Not likely, said Dr Shayne McGregor, a senior lecturer in climate at Monash University.

“When we have a La Niña, we’re more likely to have large rainfall events, but there’s no relationship I know of between La Niña events and superstorms, like the one that hit Brisbane with the large hail,” he said, adding those severe hail storms usually happened once every five or 10 years.

“These large thunderstorms with huge hail, they’re pretty rare and they’re not something we can tie into a La Niña event.”

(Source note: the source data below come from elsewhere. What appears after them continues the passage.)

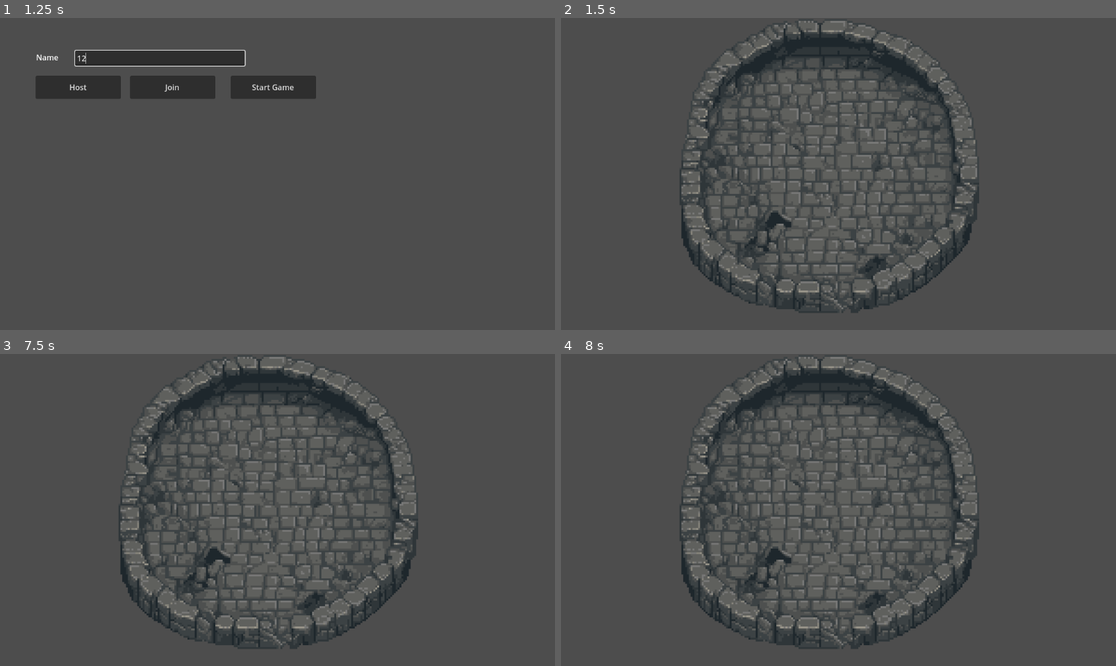
Above: before the commit, frames 1-4 (two rows, left to right).
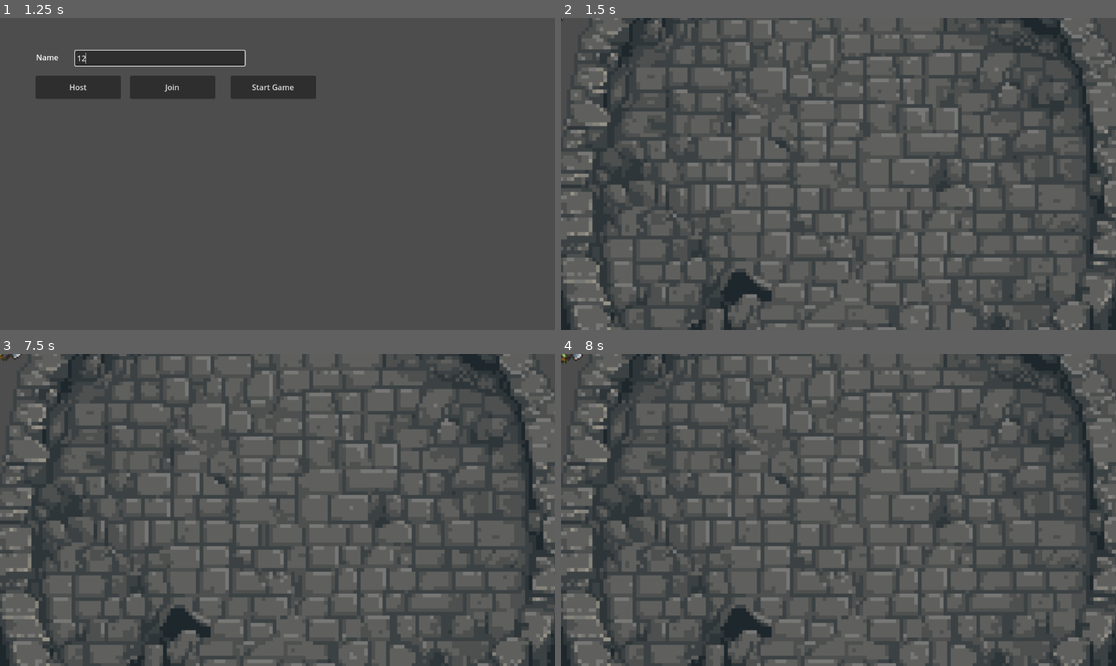
Above: after the commit, the same moments.

Repository: ClaySamuelC/mPact
Game: Godot game, scene res://multi/multiplayerScene.tscn
The game is run twice, just before and just after one commit, with the same random seed, the same clock (stepped at 60 frames per second) and the same inputs. The engine's default icon, where the game draws it, is replaced by a stand-in: a white triangle on a blue panel in a dark square.
Inputs (mouse positions are in pixels of both pictures, inside the frame that each line leads up to):
- Up to frame 1 (1.25 s): click (160, 58) at 0.52 s; type "12" at 0.6 s
- Up to frame 2 (1.5 s): click "Start Game" at 1.25 s
- Up to frame 3 (7.5 s): tap Enter at 2, 3.5, 5 s; move the mouse to (399, 494) at 2.02 s; hold Right (ui_right) 2.03-2.78 s; hold E (Charge, bound only after the commit) 2.03-2.78 s; click (399, 494) at 2.1 s; tap Space at 2.75, 4.25, 5.75 s; move the mouse to (166, 525) at 2.77 s; hold Down (ui_down) 2.78-3.53 s; tap E (Charge, bound only after the commit) every 1.5 s from 2.85 to 7.35 s; click (166, 525) at 3.05 s; move the mouse to (333, 441) at 3.52 s; hold Right (ui_right) 3.53-4.28 s; hold E (Charge, bound only after the commit) 3.53-4.28 s; click (333, 441) at 3.6 s; move the mouse to (249, 572) at 4.27 s; hold Up (ui_up) 4.28-5.03 s; click (249, 572) at 4.55 s; move the mouse to (444, 556) at 5.02 s; hold E (Charge, bound only after the commit) 5.03-5.78 s; hold Left (ui_left) 5.03-6.53 s; click (444, 556) at 5.1 s; move the mouse to (111, 463) at 5.77 s; click (111, 463) at 6.05 s; move the mouse to (305, 510) at 6.52 s; hold Down (ui_down) 6.53-7.28 s; hold E (Charge, bound only after the commit) 6.53-7.28 s; click (305, 510) at 6.6 s; move the mouse to (194, 432) at 7.27 s; hold Right (ui_right) from 7.28 s (still down)
- Up to frame 4 (8 s): keep holding Right (ui_right); click (755, 432) at 7.55 s

Frame 1 is identical in both runs. In frame 2, 27% of the frame differs, in the area x 0-100%, y 0-100%; in frame 3, 27%; in frame 4, 27%.

Commit message:
pjhero first pass

Diff:
--- /dev/null
+++ b/multi/PjHero.gd
@@ -0,0 +1,96 @@
+extends CharacterBody2D
+
+var startingHealth = 100
+var currentHealth = startingHealth
+
+var startingDamage = 1
+var currentDamage = startingDamage
+
+const SPEED = 300.0
+# Get the gravity from the project settings to be synced with RigidBody nodes.
+var syncPos = Vector2(0,0)
+var syncRot = 0
+var uninteruptable_animations = ["attack","attack_Left","charging"]
+var left = false
+@onready var animationPlayer = $AnimationPlayer
+
+var chargeTick = 0
+var chargeTickTimer = 20
+
+
+
+func _ready():
+	add_to_group("baddies")
+	$MultiplayerSynchronizer.set_multiplayer_authority(str(name).to_int())
+
+func _physics_process(delta):
+	charge_up()
+	handle_flipping()
+	if $MultiplayerSynchronizer.get_multiplayer_authority() == multiplayer.get_unique_id():
+		syncPos = global_position
+		syncRot = rotation_degrees
+		if Input.is_action_just_pressed("Fire"):
+			fire.rpc()
+		# Get the input direction and handle the movement/deceleration.
+		# As good practice, you should replace UI actions with custom gameplay actions.
+		var direction = Input.get_axis("ui_left", "ui_right")
+		var direction_updown = Input.get_axis("ui_up", "ui_down")
+		if direction:
+			velocity.x = direction * SPEED
+		else:
+			velocity.x = move_toward(velocity.x, 0, SPEED)
+		if direction_updown:
+			velocity.y = direction_updown * SPEED
+		else:
+			velocity.y = move_toward(velocity.y, 0, SPEED)
+		move_and_slide()
+		if uninteruptable_animations.find(animationPlayer.current_animation) == -1 :
+			if velocity.x != 0 or velocity.y != 0:
+				animationPlayer.play("run")
+			else:
+				animationPlayer.play("idle")
+	else:
+		global_position = global_position.lerp(syncPos, .5)
+		rotation_degrees = lerpf(rotation_degrees, syncRot, .5)
+
+@rpc("any_peer","call_local")
+func fire():
+	if uninteruptable_animations.find(animationPlayer.current_animation) == -1 :
+		if left:
+			animationPlayer.play("attack_Left")
+			animationPlayer.queue("idle")
+		else:
+			animationPlayer.play("attack")
+			animationPlayer.queue("idle")
+		pass
+
+func takeDamage(damage: int):
+	currentHealth -= damage
+	if currentHealth < 0:
+		print("I dieeeed")
+	pass
+
+func _on_axe_area_body_entered(body: Node2D) -> void:
+	if body != self:
+		body.takeDamage(currentDamage)
+		print("you've been hit")
+	pass # Replace with function body.
+
+func handle_flipping():
+	if Input.is_action_just_pressed("ui_left"):
+		left = true
+		$CollisionShape2D/Orc.flip_h = true
+	if Input.is_action_just_pressed("ui_right"):
+		left = false
+		$CollisionShape2D/Orc.flip_h = false
+
+func charge_up():
+	if Input.is_action_pressed("Charge"):#TODO Replace with charge
+		animationPlayer.play("charging")
+		animationPlayer.queue("idle")
+		chargeTick += 1
+		if chargeTick >= chargeTickTimer:
+			currentDamage += 1
+			chargeTick = 0
+			self.scale += Vector2(.2,.2)
+	#if tick = tick_timer damage += 1 scale = scale +.5
--- a/multi/player.gd
+++ b/multi/player.gd
@@ -22,10 +22,15 @@
 		# Get the input direction and handle the movement/deceleration.
 		# As good practice, you should replace UI actions with custom gameplay actions.
 		var direction = Input.get_axis("ui_left", "ui_right")
+		var direction_updown = Input.get_axis("ui_up", "ui_down")
 		if direction:
 			velocity.x = direction * SPEED
 		else:
 			velocity.x = move_toward(velocity.x, 0, SPEED)
+		if direction_updown:
+			velocity.y = direction_updown * SPEED
+		else:
+			velocity.y = move_toward(velocity.y, 0, SPEED)
 
 		move_and_slide()
 	else:
--- a/multi/testScene.tscn
+++ b/multi/testScene.tscn
@@ -2,12 +2,12 @@
 
 [ext_resource type="Texture2D" uid="uid://bh4xilvgu3miq" path="res://multi/icon.svg" id="1_0m6ke"]
 [ext_resource type="Script" uid="uid://djqaxi6tj1xms" path="res://multi/SceneManager.gd" id="1_br64h"]
-[ext_resource type="PackedScene" uid="uid://cwld7ti0ms68j" path="res://multi/player.tscn" id="2_7bveh"]
 [ext_resource type="Texture2D" uid="uid://bjs3d6l1epir2" path="res://arenaTopDownBattleField.png" id="4_fc2wf"]
+[ext_resource type="PackedScene" uid="uid://c31hfc77ov24a" path="res://pj_hero.tscn" id="5_xmuhs"]
 
 [node name="Node2D" type="Node2D"]
 script = ExtResource("1_br64h")
-PlayerScene = ExtResource("2_7bveh")
+PlayerScene = ExtResource("5_xmuhs")
 
 [node name="StaticBody2D" type="StaticBody2D" parent="."]
 
@@ -26,6 +26,9 @@
 position = Vector2(729, 320)
 
 [node name="ArenaTopDownBattleField" type="Sprite2D" parent="."]
-position = Vector2(555, 292)
-scale = Vector2(0.643663, 0.643663)
+position = Vector2(589, 308)
+scale = Vector2(1.26508, 1.26508)
 texture = ExtResource("4_fc2wf")
+
+[node name="PJHero" parent="." instance=ExtResource("5_xmuhs")]
+position = Vector2(282, 319)
--- /dev/null
+++ b/pj_hero.tscn
@@ -0,0 +1,301 @@
+[gd_scene load_steps=14 format=3 uid="uid://c31hfc77ov24a"]
+
+[ext_resource type="Script" uid="uid://bd5xyii8fpjkl" path="res://multi/PjHero.gd" id="1_bwn2p"]
+[ext_resource type="Texture2D" uid="uid://clmbltglwr2a1" path="res://Characters(100x100)/Orc/Orc/Orc.png" id="2_nolfa"]
+[ext_resource type="Texture2D" uid="uid://c7uoa8we1wmya" path="res://Fire.png" id="3_bwn2p"]
+
+[sub_resource type="RectangleShape2D" id="RectangleShape2D_m1yx7"]
+size = Vector2(24, 26)
+
+[sub_resource type="SceneReplicationConfig" id="SceneReplicationConfig_c85fd"]
+properties/0/path = NodePath(".:position")
+properties/0/spawn = false
+properties/0/replication_mode = 0
+properties/1/path = NodePath("GunRotation:rotation")
+properties/1/spawn = true
+properties/1/replication_mode = 1
+properties/2/path = NodePath(".:syncPos")
+properties/2/spawn = true
+properties/2/replication_mode = 1
+properties/3/path = NodePath(".:syncRot")
+properties/3/spawn = true
+properties/3/replication_mode = 1
+
+[sub_resource type="Animation" id="Animation_nolfa"]
+resource_name = "idle"
+length = 0.600003
+loop_mode = 1
+tracks/0/type = "value"
+tracks/0/imported = false
+tracks/0/enabled = true
+tracks/0/path = NodePath("CollisionShape2D/Orc:frame")
+tracks/0/interp = 1
+tracks/0/loop_wrap = true
+tracks/0/keys = {
+"times": PackedFloat32Array(0, 0.1, 0.2, 0.3, 0.4, 0.5),
+"transitions": PackedFloat32Array(1, 1, 1, 1, 1, 1),
+"update": 1,
+"values": [0, 1, 2, 3, 4, 5]
+}
+tracks/1/type = "value"
+tracks/1/imported = false
+tracks/1/enabled = true
+tracks/1/path = NodePath("Fire:visible")
+tracks/1/interp = 1
+tracks/1/loop_wrap = true
+tracks/1/keys = {
+"times": PackedFloat32Array(0),
+"transitions": PackedFloat32Array(1),
+"update": 1,
+"values": [false]
+}
+
+[sub_resource type="Animation" id="Animation_bwn2p"]
+length = 0.001
+tracks/0/type = "value"
+tracks/0/imported = false
+tracks/0/enabled = true
+tracks/0/path = NodePath("AxeArea/AxeHitbox:position")
+tracks/0/interp = 1
+tracks/0/loop_wrap = true
+tracks/0/keys = {
+"times": PackedFloat32Array(0),
+"transitions": PackedFloat32Array(1),
+"update": 0,
+"values": [Vector2(8, 1.5)]
+}
+tracks/1/type = "value"
+tracks/1/imported = false
+tracks/1/enabled = true
+tracks/1/path = NodePath("CollisionShape2D/Orc:frame")
+tracks/1/interp = 1
+tracks/1/loop_wrap = true
+tracks/1/keys = {
+"times": PackedFloat32Array(0),
+"transitions": PackedFloat32Array(1),
+"update": 1,
+"values": [8]
+}
+tracks/2/type = "value"
+tracks/2/imported = false
+tracks/2/enabled = true
+tracks/2/path = NodePath("CollisionShape2D/Orc:flip_h")
+tracks/2/interp = 1
+tracks/2/loop_wrap = true
+tracks/2/keys = {
+"times": PackedFloat32Array(0),
+"transitions": PackedFloat32Array(1),
+"update": 1,
+"values": [true]
+}
+tracks/3/type = "value"
+tracks/3/imported = false
+tracks/3/enabled = true
+tracks/3/path = NodePath("Fire:visible")
+tracks/3/interp = 1
+tracks/3/loop_wrap = true
+tracks/3/keys = {
+"times": PackedFloat32Array(0),
+"transitions": PackedFloat32Array(1),
+"update": 1,
+"values": [true]
+}
+tracks/4/type = "value"
+tracks/4/imported = false
+tracks/4/enabled = true
+tracks/4/path = NodePath("Fire:frame")
+tracks/4/interp = 1
+tracks/4/loop_wrap = true
+tracks/4/keys = {
+"times": PackedFloat32Array(0),
+"transitions": PackedFloat32Array(1),
+"update": 1,
+"values": [0]
+}
+
+[sub_resource type="Animation" id="Animation_8o2n6"]
+resource_name = "run"
+length = 0.200003
+loop_mode = 1
+tracks/0/type = "value"
+tracks/0/imported = false
+tracks/0/enabled = true
+tracks/0/path = NodePath("CollisionShape2D/Orc:frame")
+tracks/0/interp = 1
+tracks/0/loop_wrap = true
+tracks/0/keys = {
+"times": PackedFloat32Array(3.72529e-09, 0.0333333, 0.0666667, 0.1, 0.133333, 0.166667),
+"transitions": PackedFloat32Array(1, 1, 1, 1, 1, 1),
+"update": 1,
+"values": [8, 9, 10, 11, 13, 14]
+}
+
+[sub_resource type="Animation" id="Animation_81n31"]
+resource_name = "attack"
+length = 0.16667
+tracks/0/type = "value"
+tracks/0/imported = false
+tracks/0/enabled = true
+tracks/0/path = NodePath("CollisionShape2D/Orc:frame")
+tracks/0/interp = 1
+tracks/0/loop_wrap = true
+tracks/0/keys = {
+"times": PackedFloat32Array(0, 0.0333333, 0.0666667, 0.1, 0.133333),
+"transitions": PackedFloat32Array(1, 1, 1, 1, 1),
+"update": 1,
+"values": [17, 18, 19, 20, 21]
+}
+tracks/1/type = "value"
+tracks/1/imported = false
+tracks/1/enabled = true
+tracks/1/path = NodePath("AxeArea/AxeHitbox:position")
+tracks/1/interp = 1
+tracks/1/loop_wrap = true
+tracks/1/keys = {
+"times": PackedFloat32Array(0, 0.0410545, 0.0783077, 0.0912323, 0.138369),
+"transitions": PackedFloat32Array(1, 1, 1, 1, 1),
+"update": 1,
+"values": [Vector2(7, -6), Vector2(-7, -11), Vector2(11.5, -1), Vector2(11.5, 5.5), Vector2(10.5, 5.5)]
+}
+tracks/2/type = "value"
+tracks/2/imported = false
+tracks/2/enabled = true
+tracks/2/path = NodePath("CollisionShape2D/Orc:flip_h")
+tracks/2/interp = 1
+tracks/2/loop_wrap = true
+tracks/2/keys = {
+"times": PackedFloat32Array(0),
+"transitions": PackedFloat32Array(1),
+"update": 1,
+"values": [false]
+}
+
+[sub_resource type="Animation" id="Animation_24ppk"]
+resource_name = "attack_Left"
+length = 0.16667
+tracks/0/type = "value"
+tracks/0/imported = false
+tracks/0/enabled = true
+tracks/0/path = NodePath("CollisionShape2D/Orc:frame")
+tracks/0/interp = 1
+tracks/0/loop_wrap = true
+tracks/0/keys = {
+"times": PackedFloat32Array(0, 0.0333333, 0.0666667, 0.1, 0.133333),
+"transitions": PackedFloat32Array(1, 1, 1, 1, 1),
+"update": 1,
+"values": [17, 18, 19, 20, 21]
+}
+tracks/1/type = "value"
+tracks/1/imported = false
+tracks/1/enabled = true
+tracks/1/path = NodePath("AxeArea/AxeHitbox:position")
+tracks/1/interp = 1
+tracks/1/loop_wrap = true
+tracks/1/keys = {
+"times": PackedFloat32Array(0, 0.0333333, 0.0666667, 0.1, 0.133333),
+"transitions": PackedFloat32Array(1, 1, 1, 1, 1),
+"update": 1,
+"values": [Vector2(-7, -6), Vector2(7, -11), Vector2(-11.5, -1), Vector2(-11.5, 5.5), Vector2(-10.5, 5.5)]
+}
+tracks/2/type = "value"
+tracks/2/imported = false
+tracks/2/enabled = true
+tracks/2/path = NodePath("CollisionShape2D/Orc:flip_h")
+tracks/2/interp = 1
+tracks/2/loop_wrap = true
+tracks/2/keys = {
+"times": PackedFloat32Array(0),
+"transitions": PackedFloat32Array(1),
+"update": 1,
+"values": [true]
+}
+
+[sub_resource type="Animation" id="Animation_tqki8"]
+resource_name = "charging"
+length = 0.733337
+tracks/0/type = "value"
+tracks/0/imported = false
+tracks/0/enabled = true
+tracks/0/path = NodePath("CollisionShape2D/Orc:frame")
+tracks/0/interp = 1
+tracks/0/loop_wrap = true
+tracks/0/keys = {
+"times": PackedFloat32Array(0, 0.0666667, 0.166667, 0.266667, 0.366667, 0.466667, 0.566667, 0.666667),
+"transitions": PackedFloat32Array(1, 1, 1, 1, 1, 1, 1, 1),
+"update": 1,
+"values": [40, 41, 40, 41, 40, 41, 40, 41]
+}
+tracks/1/type = "value"
+tracks/1/imported = false
+tracks/1/enabled = true
+tracks/1/path = NodePath("Fire:visible")
+tracks/1/interp = 1
+tracks/1/loop_wrap = true
+tracks/1/keys = {
+"times": PackedFloat32Array(0, 0.733337),
+"transitions": PackedFloat32Array(1, 1),
+"update": 1,
+"values": [true, false]
+}
+tracks/2/type = "value"
+tracks/2/imported = false
+tracks/2/enabled = true
+tracks/2/path = NodePath("Fire:frame")
+tracks/2/interp = 1
+tracks/2/loop_wrap = true
+tracks/2/keys = {
+"times": PackedFloat32Array(0, 0.0666667, 0.133333, 0.2, 0.266667, 0.333333, 0.4, 0.466667, 0.533333, 0.6, 0.666667, 0.733333),
+"transitions": PackedFloat32Array(1, 1, 1, 1, 1, 1, 1, 1, 1, 1, 1, 1),
+"update": 1,
+"values": [0, 1, 2, 3, 4, 5, 0, 1, 2, 3, 4, 5]
+}
+
+[sub_resource type="AnimationLibrary" id="AnimationLibrary_8o2n6"]
+_data = {
+&"RESET": SubResource("Animation_bwn2p"),
+&"attack": SubResource("Animation_81n31"),
+&"attack_Left": SubResource("Animation_24ppk"),
+&"charging": SubResource("Animation_tqki8"),
+&"idle": SubResource("Animation_nolfa"),
+&"run": SubResource("Animation_8o2n6")
+}
+
+[sub_resource type="RectangleShape2D" id="RectangleShape2D_nolfa"]
+size = Vector2(23, 15)
+
+[node name="PJHero" type="CharacterBody2D" groups=["Player"]]
+script = ExtResource("1_bwn2p")
+
+[node name="CollisionShape2D" type="CollisionShape2D" parent="."]
+shape = SubResource("RectangleShape2D_m1yx7")
+
+[node name="Orc" type="Sprite2D" parent="CollisionShape2D"]
+texture = ExtResource("2_nolfa")
+flip_h = true
+hframes = 8
+vframes = 6
+frame = 8
+
+[node name="MultiplayerSynchronizer" type="MultiplayerSynchronizer" parent="."]
+replication_interval = 0.1
+delta_interval = 0.1
+replication_config = SubResource("SceneReplicationConfig_c85fd")
+
+[node name="AnimationPlayer" type="AnimationPlayer" parent="."]
+libraries = {
+&"": SubResource("AnimationLibrary_8o2n6")
+}
+
+[node name="AxeArea" type="Area2D" parent="."]
+
+[node name="AxeHitbox" type="CollisionShape2D" parent="AxeArea"]
+position = Vector2(8, 1.5)
+shape = SubResource("RectangleShape2D_nolfa")
+
+[node name="Fire" type="Sprite2D" parent="."]
+position = Vector2(-1.52588e-05, -23)
+scale = Vector2(0.207031, 0.207031)
+texture = ExtResource("3_bwn2p")
+hframes = 7
+
+[connection signal="body_entered" from="AxeArea" to="." method="_on_axe_area_body_entered"]
--- a/project.godot
+++ b/project.godot
@@ -25,3 +25,8 @@
 "events": [Object(InputEventMouseButton,"resource_local_to_scene":false,"resource_name":"","device":-1,"window_id":0,"a …(257 unchanged characters)…
 ]
 }
+Charge={
+"deadzone": 0.2,
+"events": [Object(InputEventKey,"resource_local_to_scene":false,"resource_name":"","device":-1,"window_id":0,"alt_pressed":false,"shift_pressed":false,"ctrl_pressed":false,"meta_pressed":false,"pressed":false,"keycode":0,"physical_keycode":69,"key_label":0,"unicode":101,"location":0,"echo":false,"script":null)
+]
+}
Binary file added: Characters(100x100)/Orc/Orc with shadows/Orc-Attack01.png
Not shown, added: Characters(100x100)/Orc/Orc with shadows/Orc-Attack01.png.import
Binary file added: Characters(100x100)/Orc/Orc with shadows/Orc-Attack02.png
Not shown, added: Characters(100x100)/Orc/Orc with shadows/Orc-Attack02.png.import
Binary file added: Characters(100x100)/Orc/Orc with shadows/Orc-Death.png
Not shown, added: Characters(100x100)/Orc/Orc with shadows/Orc-Death.png.import
Binary file added: Characters(100x100)/Orc/Orc with shadows/Orc-Hurt.png
Not shown, added: Characters(100x100)/Orc/Orc with shadows/Orc-Hurt.png.import
Binary file added: Characters(100x100)/Orc/Orc with shadows/Orc-Idle.png
Not shown, added: Characters(100x100)/Orc/Orc with shadows/Orc-Idle.png.import
Binary file added: Characters(100x100)/Orc/Orc with shadows/Orc-Walk.png
Not shown, added: Characters(100x100)/Orc/Orc with shadows/Orc-Walk.png.import
(and 82 more such lines)

However, Dr McGregor said he wouldn’t be surprised to see the global number of storms increase as a result of climate change.

La Niña is a phase of the El Niño-Southern Oscillation, a pattern of ocean and atmospheric circulations over the Pacific Ocean that brings slightly cooler but wetter conditions to many parts of Australia.

What’s going on around the country?

Queensland and our Asian neighbours aren’t the only regions that suffered freak weather events over the weekend.

Severe thunderstorms carrying large hail stones and heavy rain lashed the entire New South Wales coast on Saturday, even reaching as far inland as Dubbo.

NSW State Emergency Service said it received close to 400 calls for help, and performed four flood rescues.

Strong winds and rainy conditions lashed South Curl Curl Beach in Sydney last week. Photo: Getty

Most of the calls were from suburbs in Sydney’s south that were pelted with hail, and areas on the state’s south coast that experienced flash flooding.

Rock falls interrupted traffic on the Snowy Mountains Highway roads and also cut power to thousands across the state.

Meanwhile in Victoria, crisp autumn-like and windy conditions persisted across the state during its first weekend out of coronavirus lockdown.

Warm weather is expected on Monday, and a top of 29 degrees is forecast for Melbourne Cup Day on Tuesday, before a cool change returns later in the week.